# Comparative Analysis of Heart Disease Risk Factors Across Two Independent Datasets

## Objective
This notebook presents the final report of our Data Science project.  
The main goal is to compare two independent heart disease datasets in order to:  
- Identify the most important risk factors associated with heart disease.  
- Highlight similarities and differences between the two datasets.  
- Evaluate and compare the performance of statistical tests and machine learning models.  

The notebook is structured as a summary of the entire workflow, focusing on results, visualizations, and key insights rather than technical implementation details.
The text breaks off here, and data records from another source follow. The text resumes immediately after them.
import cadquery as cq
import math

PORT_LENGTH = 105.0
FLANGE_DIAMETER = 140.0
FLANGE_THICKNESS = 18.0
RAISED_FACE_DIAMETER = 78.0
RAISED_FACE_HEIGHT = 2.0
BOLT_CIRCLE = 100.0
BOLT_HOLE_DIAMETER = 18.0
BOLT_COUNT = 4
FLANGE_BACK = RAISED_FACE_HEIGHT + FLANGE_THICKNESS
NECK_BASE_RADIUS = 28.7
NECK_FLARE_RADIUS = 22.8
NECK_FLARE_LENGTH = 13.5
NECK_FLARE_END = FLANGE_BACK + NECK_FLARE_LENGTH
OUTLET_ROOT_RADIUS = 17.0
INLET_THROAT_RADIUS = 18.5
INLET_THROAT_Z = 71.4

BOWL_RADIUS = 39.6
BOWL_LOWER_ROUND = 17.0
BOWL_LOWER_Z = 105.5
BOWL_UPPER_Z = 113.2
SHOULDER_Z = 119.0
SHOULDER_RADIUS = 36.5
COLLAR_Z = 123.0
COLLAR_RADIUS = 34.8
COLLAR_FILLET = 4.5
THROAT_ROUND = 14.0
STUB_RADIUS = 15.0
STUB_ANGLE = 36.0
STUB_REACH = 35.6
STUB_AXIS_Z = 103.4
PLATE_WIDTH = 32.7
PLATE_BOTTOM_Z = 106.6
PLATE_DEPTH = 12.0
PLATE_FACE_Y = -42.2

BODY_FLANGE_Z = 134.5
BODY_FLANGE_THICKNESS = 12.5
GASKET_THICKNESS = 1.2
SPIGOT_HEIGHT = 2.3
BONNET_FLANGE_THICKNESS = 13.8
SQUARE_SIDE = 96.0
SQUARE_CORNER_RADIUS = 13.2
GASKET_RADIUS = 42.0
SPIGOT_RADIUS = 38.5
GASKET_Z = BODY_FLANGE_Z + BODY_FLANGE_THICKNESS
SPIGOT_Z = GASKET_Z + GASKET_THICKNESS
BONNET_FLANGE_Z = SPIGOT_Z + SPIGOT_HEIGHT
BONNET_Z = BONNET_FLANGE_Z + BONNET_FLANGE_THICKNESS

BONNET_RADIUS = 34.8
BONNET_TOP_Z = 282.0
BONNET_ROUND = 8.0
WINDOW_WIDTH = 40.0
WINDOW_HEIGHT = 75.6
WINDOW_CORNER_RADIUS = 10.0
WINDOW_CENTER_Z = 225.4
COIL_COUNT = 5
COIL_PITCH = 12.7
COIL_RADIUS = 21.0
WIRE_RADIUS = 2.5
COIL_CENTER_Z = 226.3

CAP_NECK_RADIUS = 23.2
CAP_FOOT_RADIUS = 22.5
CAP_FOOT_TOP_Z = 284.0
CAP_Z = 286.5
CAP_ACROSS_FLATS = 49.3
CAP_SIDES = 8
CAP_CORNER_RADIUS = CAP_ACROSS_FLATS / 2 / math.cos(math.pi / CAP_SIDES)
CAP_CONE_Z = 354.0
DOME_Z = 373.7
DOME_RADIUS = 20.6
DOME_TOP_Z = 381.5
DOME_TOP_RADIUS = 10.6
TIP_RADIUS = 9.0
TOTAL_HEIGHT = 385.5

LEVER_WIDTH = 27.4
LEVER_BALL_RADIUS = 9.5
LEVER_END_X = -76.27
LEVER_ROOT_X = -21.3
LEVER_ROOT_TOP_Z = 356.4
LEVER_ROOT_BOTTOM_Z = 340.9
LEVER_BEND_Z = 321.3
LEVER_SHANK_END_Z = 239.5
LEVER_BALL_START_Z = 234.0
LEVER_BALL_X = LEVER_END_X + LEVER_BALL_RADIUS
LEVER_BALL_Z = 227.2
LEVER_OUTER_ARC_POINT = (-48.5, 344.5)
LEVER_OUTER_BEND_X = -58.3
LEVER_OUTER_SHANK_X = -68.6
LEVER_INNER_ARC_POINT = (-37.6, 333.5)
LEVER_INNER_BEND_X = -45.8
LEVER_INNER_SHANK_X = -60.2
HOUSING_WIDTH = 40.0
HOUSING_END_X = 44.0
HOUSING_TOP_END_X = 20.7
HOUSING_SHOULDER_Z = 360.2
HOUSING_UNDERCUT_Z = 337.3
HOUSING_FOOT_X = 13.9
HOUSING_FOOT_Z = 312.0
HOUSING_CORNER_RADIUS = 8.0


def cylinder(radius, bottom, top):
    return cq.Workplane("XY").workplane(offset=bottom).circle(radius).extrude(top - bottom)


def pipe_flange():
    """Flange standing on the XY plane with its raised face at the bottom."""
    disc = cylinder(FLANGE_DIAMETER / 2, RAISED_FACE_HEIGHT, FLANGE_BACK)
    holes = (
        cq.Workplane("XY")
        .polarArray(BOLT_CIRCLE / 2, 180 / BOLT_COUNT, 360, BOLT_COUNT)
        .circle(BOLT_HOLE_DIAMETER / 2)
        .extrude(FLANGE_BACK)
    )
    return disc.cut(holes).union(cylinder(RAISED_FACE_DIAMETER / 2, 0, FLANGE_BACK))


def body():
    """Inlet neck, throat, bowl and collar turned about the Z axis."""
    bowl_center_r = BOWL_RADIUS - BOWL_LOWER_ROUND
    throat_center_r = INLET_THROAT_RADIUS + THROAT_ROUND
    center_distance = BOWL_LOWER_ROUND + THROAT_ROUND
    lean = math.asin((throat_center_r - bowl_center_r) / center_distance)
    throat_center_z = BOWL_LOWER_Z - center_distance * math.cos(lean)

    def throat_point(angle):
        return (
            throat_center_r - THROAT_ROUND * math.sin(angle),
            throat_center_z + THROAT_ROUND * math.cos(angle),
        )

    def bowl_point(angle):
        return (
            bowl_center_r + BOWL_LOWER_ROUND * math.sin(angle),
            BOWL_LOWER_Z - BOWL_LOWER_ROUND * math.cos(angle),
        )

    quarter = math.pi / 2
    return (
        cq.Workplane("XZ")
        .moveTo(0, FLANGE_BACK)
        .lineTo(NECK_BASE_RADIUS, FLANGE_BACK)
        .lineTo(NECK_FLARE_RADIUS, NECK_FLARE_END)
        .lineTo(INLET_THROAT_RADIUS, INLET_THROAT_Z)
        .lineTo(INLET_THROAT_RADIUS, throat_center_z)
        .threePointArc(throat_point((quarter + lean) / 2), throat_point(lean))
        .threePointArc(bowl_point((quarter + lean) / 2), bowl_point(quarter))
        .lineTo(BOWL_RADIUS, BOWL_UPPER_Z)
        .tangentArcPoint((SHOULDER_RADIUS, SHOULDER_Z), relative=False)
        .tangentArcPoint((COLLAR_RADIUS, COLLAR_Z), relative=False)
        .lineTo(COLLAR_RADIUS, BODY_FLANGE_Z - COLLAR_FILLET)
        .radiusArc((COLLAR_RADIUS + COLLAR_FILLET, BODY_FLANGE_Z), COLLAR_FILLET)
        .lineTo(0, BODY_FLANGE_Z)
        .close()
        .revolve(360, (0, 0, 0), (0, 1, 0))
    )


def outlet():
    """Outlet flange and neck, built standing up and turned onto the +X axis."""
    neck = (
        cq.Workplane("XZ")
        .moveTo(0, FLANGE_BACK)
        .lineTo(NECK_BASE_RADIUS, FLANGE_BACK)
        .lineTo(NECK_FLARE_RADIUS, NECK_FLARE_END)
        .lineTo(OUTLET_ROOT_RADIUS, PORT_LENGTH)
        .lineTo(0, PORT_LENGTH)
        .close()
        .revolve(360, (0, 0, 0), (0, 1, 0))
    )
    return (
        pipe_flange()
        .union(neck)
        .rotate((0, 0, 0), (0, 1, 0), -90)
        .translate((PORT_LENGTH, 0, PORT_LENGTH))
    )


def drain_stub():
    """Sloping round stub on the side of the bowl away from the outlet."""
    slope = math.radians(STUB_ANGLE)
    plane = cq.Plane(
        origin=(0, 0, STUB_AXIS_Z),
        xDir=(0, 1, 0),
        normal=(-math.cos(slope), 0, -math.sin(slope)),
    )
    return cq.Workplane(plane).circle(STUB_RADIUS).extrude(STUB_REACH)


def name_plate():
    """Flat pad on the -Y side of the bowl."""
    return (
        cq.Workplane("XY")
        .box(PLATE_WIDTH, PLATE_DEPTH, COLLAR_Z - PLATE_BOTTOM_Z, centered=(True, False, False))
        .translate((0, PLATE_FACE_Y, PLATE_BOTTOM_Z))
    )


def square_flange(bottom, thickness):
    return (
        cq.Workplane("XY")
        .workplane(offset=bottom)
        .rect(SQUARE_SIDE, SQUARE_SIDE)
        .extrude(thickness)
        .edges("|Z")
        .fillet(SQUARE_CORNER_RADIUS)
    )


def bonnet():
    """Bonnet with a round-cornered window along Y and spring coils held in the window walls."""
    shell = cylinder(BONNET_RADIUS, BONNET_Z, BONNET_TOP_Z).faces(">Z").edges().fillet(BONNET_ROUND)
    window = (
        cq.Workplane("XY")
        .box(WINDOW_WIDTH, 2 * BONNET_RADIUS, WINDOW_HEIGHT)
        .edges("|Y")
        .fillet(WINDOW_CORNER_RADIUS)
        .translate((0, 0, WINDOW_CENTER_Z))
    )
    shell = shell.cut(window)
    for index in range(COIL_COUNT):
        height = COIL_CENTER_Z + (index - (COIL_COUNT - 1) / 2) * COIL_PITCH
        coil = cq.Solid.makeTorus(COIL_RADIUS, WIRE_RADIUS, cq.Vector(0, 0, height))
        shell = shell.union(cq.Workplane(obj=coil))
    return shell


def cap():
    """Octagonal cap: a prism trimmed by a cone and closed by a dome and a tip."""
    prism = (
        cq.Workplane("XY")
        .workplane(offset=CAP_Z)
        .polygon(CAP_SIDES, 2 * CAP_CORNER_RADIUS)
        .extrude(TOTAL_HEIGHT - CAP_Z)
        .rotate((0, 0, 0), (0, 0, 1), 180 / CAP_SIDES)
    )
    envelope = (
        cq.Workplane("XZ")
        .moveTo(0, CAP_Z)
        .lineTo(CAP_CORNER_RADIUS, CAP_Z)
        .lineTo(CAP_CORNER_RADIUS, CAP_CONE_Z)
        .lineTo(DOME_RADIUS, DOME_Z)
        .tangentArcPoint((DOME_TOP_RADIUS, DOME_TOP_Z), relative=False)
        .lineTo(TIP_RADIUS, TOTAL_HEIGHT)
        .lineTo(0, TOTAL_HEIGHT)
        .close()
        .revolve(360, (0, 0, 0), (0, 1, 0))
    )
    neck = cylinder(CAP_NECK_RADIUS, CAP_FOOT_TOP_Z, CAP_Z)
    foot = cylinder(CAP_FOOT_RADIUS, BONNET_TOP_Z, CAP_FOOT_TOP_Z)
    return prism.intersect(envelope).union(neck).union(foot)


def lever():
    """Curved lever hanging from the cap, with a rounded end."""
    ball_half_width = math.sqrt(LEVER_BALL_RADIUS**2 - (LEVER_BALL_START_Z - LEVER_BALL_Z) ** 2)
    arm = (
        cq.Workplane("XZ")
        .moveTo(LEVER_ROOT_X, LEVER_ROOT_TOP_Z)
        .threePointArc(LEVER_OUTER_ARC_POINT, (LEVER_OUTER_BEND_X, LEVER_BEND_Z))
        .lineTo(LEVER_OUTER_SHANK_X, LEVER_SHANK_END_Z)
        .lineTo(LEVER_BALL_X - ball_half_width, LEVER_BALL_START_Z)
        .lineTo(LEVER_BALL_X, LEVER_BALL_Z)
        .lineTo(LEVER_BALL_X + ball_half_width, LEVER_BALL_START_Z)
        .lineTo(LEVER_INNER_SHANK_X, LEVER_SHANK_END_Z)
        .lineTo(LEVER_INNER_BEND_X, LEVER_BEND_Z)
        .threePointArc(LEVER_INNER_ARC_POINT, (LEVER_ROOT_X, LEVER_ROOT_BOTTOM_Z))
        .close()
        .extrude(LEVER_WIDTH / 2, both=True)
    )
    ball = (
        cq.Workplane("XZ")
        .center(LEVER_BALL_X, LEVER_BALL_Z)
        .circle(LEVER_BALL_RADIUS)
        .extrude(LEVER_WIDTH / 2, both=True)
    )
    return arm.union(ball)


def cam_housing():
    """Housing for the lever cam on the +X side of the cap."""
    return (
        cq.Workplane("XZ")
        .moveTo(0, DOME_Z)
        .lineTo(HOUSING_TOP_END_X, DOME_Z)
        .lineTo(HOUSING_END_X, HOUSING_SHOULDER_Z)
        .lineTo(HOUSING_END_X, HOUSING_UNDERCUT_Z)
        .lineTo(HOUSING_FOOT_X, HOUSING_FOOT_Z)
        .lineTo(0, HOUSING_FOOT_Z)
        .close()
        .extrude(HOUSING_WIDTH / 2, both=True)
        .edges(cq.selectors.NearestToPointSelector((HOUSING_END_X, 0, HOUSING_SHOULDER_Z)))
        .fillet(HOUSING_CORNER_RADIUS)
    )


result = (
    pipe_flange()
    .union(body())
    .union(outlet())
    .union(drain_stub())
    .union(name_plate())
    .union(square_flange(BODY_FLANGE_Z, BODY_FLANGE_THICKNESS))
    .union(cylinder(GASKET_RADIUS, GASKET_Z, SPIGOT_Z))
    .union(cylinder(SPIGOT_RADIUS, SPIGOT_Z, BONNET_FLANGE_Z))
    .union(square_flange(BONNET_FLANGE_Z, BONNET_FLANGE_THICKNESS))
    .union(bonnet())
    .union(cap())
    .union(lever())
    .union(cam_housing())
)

**TODO:** DASHBOARDS (https://plotly.com/, https://www.gradio.app/)


In [15]:
import plotly.graph_objects as go
import pandas as pd
import seaborn as sns
import matplotlib.pyplot as plt
import gradio as gr
from matplotlib import image as mpimg


## I. Data and Preparation

# Data Overview

In this part, we take a first look at the two datasets we’ll be working with.  
The idea is simple: understand what’s inside, how clean they are, and what kind of features we’re dealing with.  
This will guide all the next steps like preprocessing, analysis, and modeling.

### Dataset 1
- Rows: 1319  
- Columns: 9  
- Target variable: `heart_disease` (0 = no, 1 = yes)  
- Mix of numeric (age, heart_rate, pressure_high, pressure_low, glucose, kcm, troponin) and categorical features (gender).  

**Quick notes:**  
- No major missing values.  
- Some columns have strong imbalance (more women than men ~ 66/34).  
- Age seems normally distributed, while other features appear asymmetrically distributed
- We used boxplots to check for outliers and to compare the two target groups (healthy vs. heart disease).  
From the plots, it’s clear that many features contain outliers.  
However, the groups of healthy and sick patients look fairly balanced in terms of distribution.  
This can be seen by looking at the position of the 25th percentile and the median (50th percentile), which are placed in a similar way for both groups.


**Correlation Analysis**

The correlation matrix shows generally weak relationships between most features.  
Some higher correlations are observed for `age`, `kcm`, and `troponin` when using the **Pearson** method.  
With **Spearman**, we notice a similar pattern, but certain features, such as `troponin`, show stronger correlation with the target variable.  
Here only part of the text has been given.